I can understand the belief that abortion is killing. I think that saying so raises both biological and theological questions that we can’t answer with certainty at the moment. I and many others could raise many objections to the abortion = murder position, but I can understand and respect the principle. I know many people who hold to that belief, and my friends believe it honestly and reasonably.
But knowing as I do that a significant percentage of abortions are performed because the women in question just can’t afford a child… knowing as I do that the Pill prevents both ovulation and implantation, and thus has effects both before and after conception… knowing as I do that abortion rates barely even twitch when abortion is criminalized, and only go down when contraception is readily available… I must look to a different strand of the pro-life camp, which to my dismay and astonishment seems to not only seek an end to abortion, but to birth control and education on reproduction.
Under those circumstances, I have to think that the real problem for this second strand is not the death of children but the liberation of women. I would love to be wrong, but I’ll have to be convinced. If anyone out there is seeking to restrain women, I have words for them… and I have reason to believe that such people are numerous.

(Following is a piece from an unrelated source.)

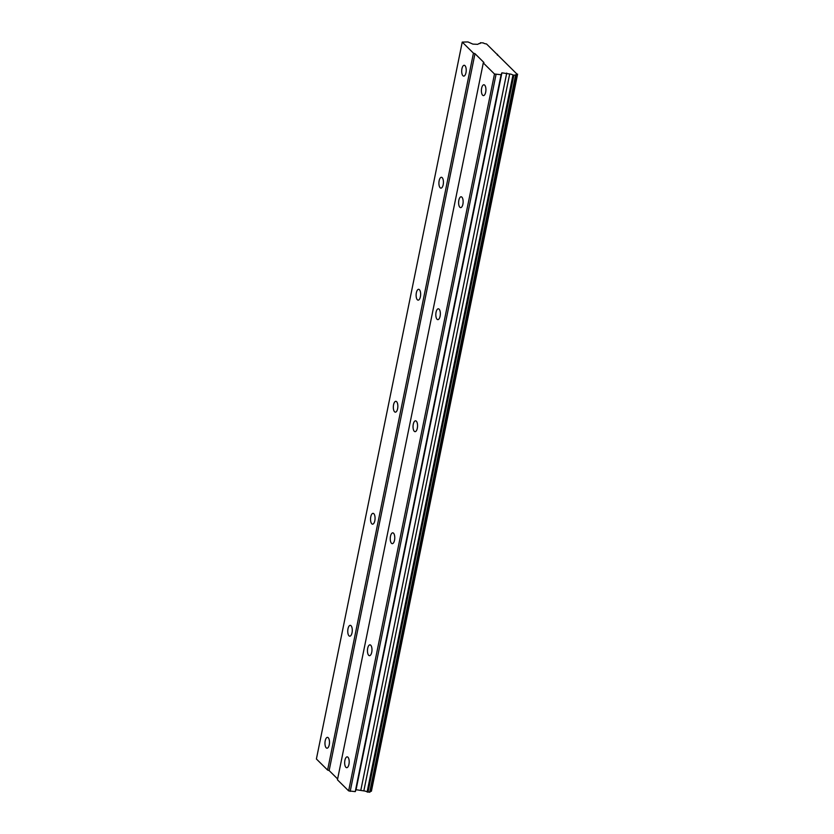 <?xml version="1.0" encoding="UTF-8"?>
<svg xmlns="http://www.w3.org/2000/svg" width="834" height="834" viewBox="0 0 834 834"><rect width="100%" height="100%" fill="white"/><g stroke="black" fill="none" stroke-linecap="round" stroke-linejoin="round"><path stroke-width="1.25" d="M465.977 72.694A5.421 2.252 -87.3 0 0 464.215 65.281A5.421 2.252 -87.3 0 0 461.942 68.701A5.421 2.252 -87.3 0 0 463.704 76.113A5.421 2.252 -87.3 0 0 465.977 72.694M329.242 744.772A5.421 2.252 -87.3 0 0 327.481 737.36A5.421 2.252 -87.3 0 0 325.208 740.79A5.421 2.252 -87.3 0 0 326.97 748.202A5.421 2.252 -87.3 0 0 329.242 744.772M352.031 632.766A5.421 2.252 -87.3 0 0 350.27 625.344A5.421 2.252 -87.3 0 0 347.997 628.773A5.421 2.252 -87.3 0 0 349.759 636.186A5.421 2.252 -87.3 0 0 352.031 632.766M374.82 520.75A5.421 2.252 -87.3 0 0 373.059 513.337A5.421 2.252 -87.3 0 0 370.786 516.757A5.421 2.252 -87.3 0 0 372.548 524.169A5.421 2.252 -87.3 0 0 374.82 520.75M397.609 408.733A5.421 2.252 -87.3 0 0 395.848 401.321A5.421 2.252 -87.3 0 0 393.575 404.751A5.421 2.252 -87.3 0 0 395.337 412.163A5.421 2.252 -87.3 0 0 397.609 408.733M420.399 296.716A5.421 2.252 -87.3 0 0 418.637 289.304A5.421 2.252 -87.3 0 0 416.364 292.734A5.421 2.252 -87.3 0 0 418.126 300.146A5.421 2.252 -87.3 0 0 420.399 296.716M443.188 184.71A5.421 2.252 -87.3 0 0 441.426 177.288A5.421 2.252 -87.3 0 0 439.153 180.717A5.421 2.252 -87.3 0 0 440.915 188.13A5.421 2.252 -87.3 0 0 443.188 184.71M485.68 92.188A5.421 2.252 -87.3 0 0 483.918 84.776A5.421 2.252 -87.3 0 0 481.645 88.195A5.421 2.252 -87.3 0 0 483.407 95.608A5.421 2.252 -87.3 0 0 485.68 92.188M348.946 764.267A5.421 2.252 -87.3 0 0 347.184 756.855A5.421 2.252 -87.3 0 0 344.911 760.285A5.421 2.252 -87.3 0 0 346.673 767.697A5.421 2.252 -87.3 0 0 348.946 764.267M371.735 652.261A5.421 2.252 -87.3 0 0 369.973 644.849A5.421 2.252 -87.3 0 0 367.7 648.268A5.421 2.252 -87.3 0 0 369.462 655.68A5.421 2.252 -87.3 0 0 371.735 652.261M394.524 540.244A5.421 2.252 -87.3 0 0 392.762 532.832A5.421 2.252 -87.3 0 0 390.489 536.252A5.421 2.252 -87.3 0 0 392.251 543.664A5.421 2.252 -87.3 0 0 394.524 540.244M417.313 428.228A5.421 2.252 -87.3 0 0 415.551 420.816A5.421 2.252 -87.3 0 0 413.278 424.245A5.421 2.252 -87.3 0 0 415.04 431.658A5.421 2.252 -87.3 0 0 417.313 428.228M440.102 316.211A5.421 2.252 -87.3 0 0 438.34 308.799A5.421 2.252 -87.3 0 0 436.067 312.229A5.421 2.252 -87.3 0 0 437.829 319.641A5.421 2.252 -87.3 0 0 440.102 316.211M462.891 204.205A5.421 2.252 -87.3 0 0 461.129 196.782A5.421 2.252 -87.3 0 0 458.856 200.212A5.421 2.252 -87.3 0 0 460.618 207.624A5.421 2.252 -87.3 0 0 462.891 204.205M316.399 758.982L462.244 42.096L473.441 53.167L327.595 770.063L316.399 758.982M473.441 53.167L474.984 53.668L483.939 62.529L483.293 62.915L494.489 73.997L501.098 74.726L501.901 72.829L509.689 73.997A2.867 0.917 -168.5 0 1 512.962 75.05L515.871 75.196A2.867 0.917 -168.5 0 1 515.756 74.852A2.867 0.917 -168.5 0 1 517.257 74.362L486.524 43.952A2.867 0.917 -168.5 0 1 483.23 42.899L480.332 42.763A2.867 0.917 -168.5 0 1 480.436 43.107A2.867 0.917 -168.5 0 1 478.956 43.597L477.715 44.338L472.888 44.119L467.968 41.94L462.244 42.096M517.601 74.143L371.401 791.247A2.867 0.917 11.5 0 0 370.14 791.466M515.871 75.196L370.015 792.081L367.106 791.935A2.867 0.917 11.5 0 0 363.832 790.893L356.055 789.715L355.253 791.622L348.643 790.882L337.447 779.811L483.293 62.915M337.614 778.946L329.138 770.553L327.595 770.063M474.984 53.668L329.138 770.553M497.377 55.169L497.554 54.314M494.489 73.997L348.643 790.882M350.186 791.383L496.032 74.487M501.098 74.726L355.253 791.622M501.901 72.829L356.055 789.715M506.728 73.058L360.882 789.944M371.401 791.247L517.257 74.362M509.689 73.997L363.832 790.893M480.207 43.378L480.332 42.763M512.962 75.05L367.106 791.935M369.66 792.3L515.516 75.414M513.838 75.331L367.982 792.217"/></g></svg>
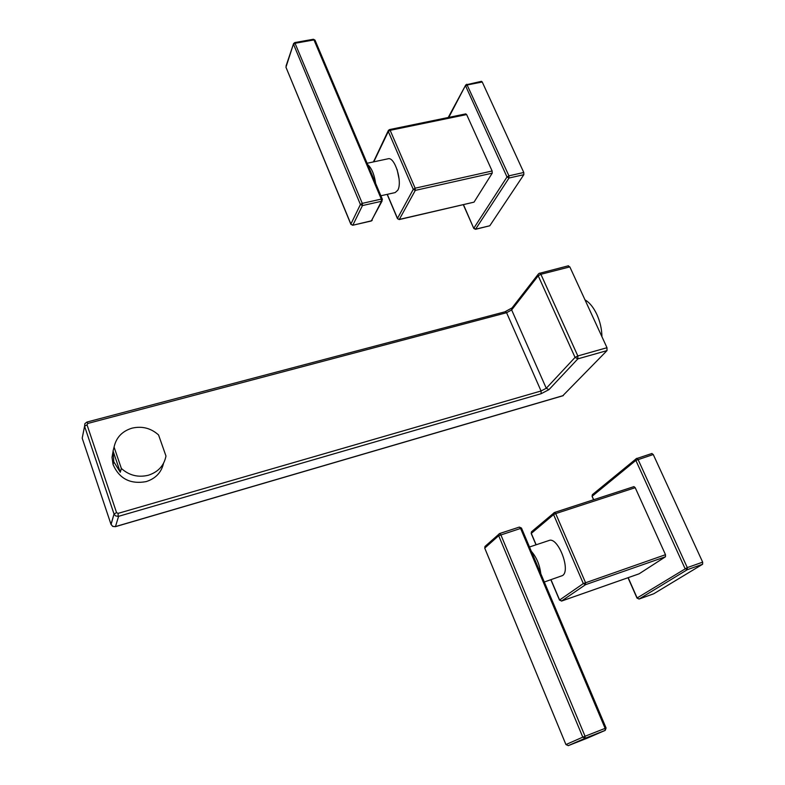 <?xml version="1.0" encoding="UTF-8"?>
<svg xmlns="http://www.w3.org/2000/svg" width="785" height="785" viewBox="0 0 785 785"><rect width="100%" height="100%" fill="white"/><g stroke="black" fill="none" stroke-linecap="round" stroke-linejoin="round"><path stroke-width="1.18" d="M568.144 265.997L569.832 266.89L606.991 347.716L607.011 350.601L562.825 395.709M607.011 350.601L577.878 358.853L577.829 355.948L575.062 357.401L546.272 388.271L511.653 309.928L538.216 275.79L575.062 357.401L577.878 358.853L548.96 389.645L546.272 388.271L541.061 390.979L118.084 513.38L116.553 512.615L87.027 424.803L87.812 423.449L506.59 312.715L511.653 309.928L511.614 308.466L538.167 274.279L538.216 275.79L540.894 274.299L569.832 266.89M113.266 450.237L112.019 457.321L113.06 464.504C119.261 478.732 130.29 484.443 146.157 481.617C155.607 478.556 161.396 472.472 163.506 463.356M538.53 273.769L539.58 273.16L540.894 274.299L577.829 355.948L606.991 347.716M539.246 273.386L568.487 265.772M585.002 299.89C589.525 302.47 593.48 307.318 596.865 314.461C600.133 321.742 601.82 329.17 601.938 336.745M121.361 468.459C129.152 475.435 138.131 477.692 148.306 475.249C158.187 472.03 164.075 465.633 165.978 456.046L158.57 434.968C150.936 428.129 142.075 425.862 132.017 428.159C122.166 431.191 116.19 437.5 114.08 447.077L121.361 468.459L120.291 472.256L113.06 451.002L113.786 461.776L120.291 472.256M113.06 451.002L114.08 447.077M164.33 451.346L162.475 446.066M568.252 745.642L566.054 744.514L582.794 737.144L585.08 738.292L585.051 736.232L500.791 534.673L499.652 533.515L498.799 534.134L498.681 535.694L521.515 528.138L533.143 555.633M538.019 567.153L533.182 555.711L532.171 555.839L605.127 728.343L605.147 730.403L605.941 728.058M605.225 730.364L606.079 727.989L538.049 567.231L537.048 567.369M587.985 737.871L605.147 730.403L587.975 737.871M484.777 548.215L565.936 744.572L568.281 745.632L587.896 737.91M565.936 744.572L484.737 548.136L485.454 546.056M606.079 727.989L582.794 737.144L498.681 535.694L484.826 548.028L484.944 546.507L499.652 533.515L519.336 527.088L520.504 528.236L532.171 555.839M529.492 546.998L548.98 540.512C557.909 536.361 571.176 570.489 562.531 575.562L544.309 582.009M559.489 600.093L583.324 583.559L553.582 514.607L553.729 512.988L554.504 512.468L555.702 513.596L553.582 514.607L531.308 533.378L536.155 544.78M550.991 579.713L559.587 599.936L561.707 601.006L638.98 573.855M639.147 573.796L665.464 556.771L665.494 554.701L635.212 487.691L633.946 486.621L554.642 512.448M628.177 577.662L637.135 597.954L687.287 567.604L638.009 459.362L636.743 458.312L592.685 494.403M628 577.721L636.988 598.062L639.176 598.994L687.248 569.714L685.05 568.595L635.86 460.402L653.257 454.525L651.815 453.563M593.754 499.702L592.076 496.346L592.371 494.658L592.204 496.198L635.86 460.402L636.017 458.774L651.972 453.475M638.97 599.043L653.728 593.774L702.614 564.258L687.248 569.714L687.287 567.604L702.663 562.148L653.257 454.525M702.663 562.148L702.614 564.258M593.578 499.751L592.106 496.424M653.66 593.803L639.108 599.024L636.998 598.101M635.212 487.691L555.702 513.596L585.492 582.578L585.532 584.678L583.324 583.559L665.494 554.701M665.464 556.771L585.532 584.678L561.491 601.065M531.877 531.465L531.239 533.574M382.393 199.37L381.304 199.096L381.471 201.294L382.393 199.37M382.315 199.174L372.453 175.879L371.354 175.575L381.304 199.096L362.287 203.364L360.413 204.502L362.464 205.562L362.287 203.364L294.738 42.576L313.372 39.27L315.109 40.359L368.273 166.008M372.365 175.673L368.361 166.214L367.262 165.9L371.354 175.575M382.128 200.931L371.266 220.997L372.188 220.379M286.034 67.441L350.846 224.216L352.681 225.266L371.482 220.801L381.471 201.294L362.464 205.562L352.897 225.069L350.924 224.412M293.639 43.41L286.064 65.96M294.738 42.576L293.482 43.911L285.946 67.206L350.895 224.039L360.413 204.502L293.58 44.421L295.337 43.234L313.98 39.917L367.262 165.9M367.115 163.26L388.065 158.786C394.767 156.401 402.725 182.179 397.76 190.255L395.189 192.57L380.872 195.769M397.092 169.462L399.114 179.108M389.164 129.859L390.155 130.33L388.31 131.487L373.778 161.838M466.633 114.561L390.155 130.33L415.147 188.194L415.294 190.392L413.263 189.342L415.147 188.194L492.126 170.993L466.633 114.561L465.564 114.129M397.514 218.75L399.457 219.378L474.032 202.147L492.224 173.161L492.126 170.993M474.032 202.147L399.231 219.574L415.294 190.392L492.224 173.161M463.503 204.728L473.826 228.523M523.84 174.672L509.014 178.028L507.002 176.978L473.846 228.15L475.739 229.132L489.791 225.776L475.504 229.318L509.014 178.028L508.935 175.84L523.772 172.484L523.84 174.672L489.791 225.776M523.772 172.484L482.235 82.003L481.46 81.326L465.78 84.888M482.235 82.003L467.536 84.908L465.672 86.085L507.002 176.978L508.935 175.84L466.771 84.231M448.794 117.387L465.584 85.28L448.225 117.495M373.778 160.945L373.542 161.887M548.96 389.645L541.14 393.707L118.604 516.314L115.474 526.578L563.326 395.561M116.553 512.615L114.031 514.018L84.574 426.255L82.199 438.187L111.009 524.37L114.031 514.018L115.493 515.863L118.211 516.402L118.084 513.38M541.14 393.707L541.061 390.979L506.59 312.715L505.354 311.576L512.056 307.906M86.929 422.193L87.812 423.449M505.079 311.782L87.027 422.026L84.898 423.635L84.574 426.255L84.878 423.664M563.1 395.709L115.395 526.686L112.716 526.421L111.009 524.37L112.765 526.342L115.258 526.637M111.068 524.547L114.031 514.018L84.574 426.255L87.027 424.803M499.78 533.506L519.336 527.088L521.476 528.06M531.327 551.345C536.498 557.164 539.658 564.621 540.786 573.698M587.886 737.91L568.271 745.632L585.08 738.292L605.147 730.403M367.674 164.595C371.639 168.088 374.288 174.339 375.623 183.356M387.29 194.337L397.495 218.367L413.263 189.342L388.31 131.487L388.428 130.29M113.06 464.504L113.786 461.776M633.946 486.621L554.504 512.468L531.465 531.808L531.2 533.496L536.018 544.819M550.854 579.762L559.469 600.034L561.628 601.045L639.068 573.835M352.681 225.266L371.266 220.997M315.011 40.114L313.372 39.27M463.336 204.767L473.767 228.376L475.504 229.318M373.483 161.896L388.212 130.771L389.429 129.603L465.858 113.874M387.152 194.366L397.436 218.573L399.231 219.574"/></g></svg>

Consider the history: into the 20th century, men in power frequently asserted that the only role for women was bearing children. Theodore Roosevelt felt that giving birth was a woman’s patriotic duty, that limiting birth rates weakened the nation, and thus a woman shirking that “duty” was committing treason. (Many totalitarians have felt the same way, though this should not reflect on Roosevelt; he was a warmonger, but not a Nazi.) Looking further back, bearing children was considered essential to colonizing the American continent, so women had to have babies. If we go all the way back, of course, we have the New Testament saying that the only way women can be redeemed is through bearing children (1 Timothy 2:15) — and we have the Book of Genesis stating simply that the process of childbirth is a punishment and that men shall rule over women (3:16). That last may seem like it came out of nowhere, but recall that Roosevelt was talking to suffragettes and the author of Timothy was talking to the women leaders of the early church — in other words, “uppity” women, rejecting their normal roles. 1 Timothy says, “I permit no woman to teach or to have authority over a man” (2:12); the intent of that is pretty plain. The story we tell about Eve, that everything’s her fault because she was so tempting and sinful, sets the precedent. While there have been other reasons for insisting on compulsory motherhood (which is what Roosevelt and 1 Timothy and possibly Senator Santorum have advocated), forced birth keeps women “in their place.” Men are for action and the doing of deeds, women are for having babies, and any woman who revolts against that must be kept down by getting knocked up.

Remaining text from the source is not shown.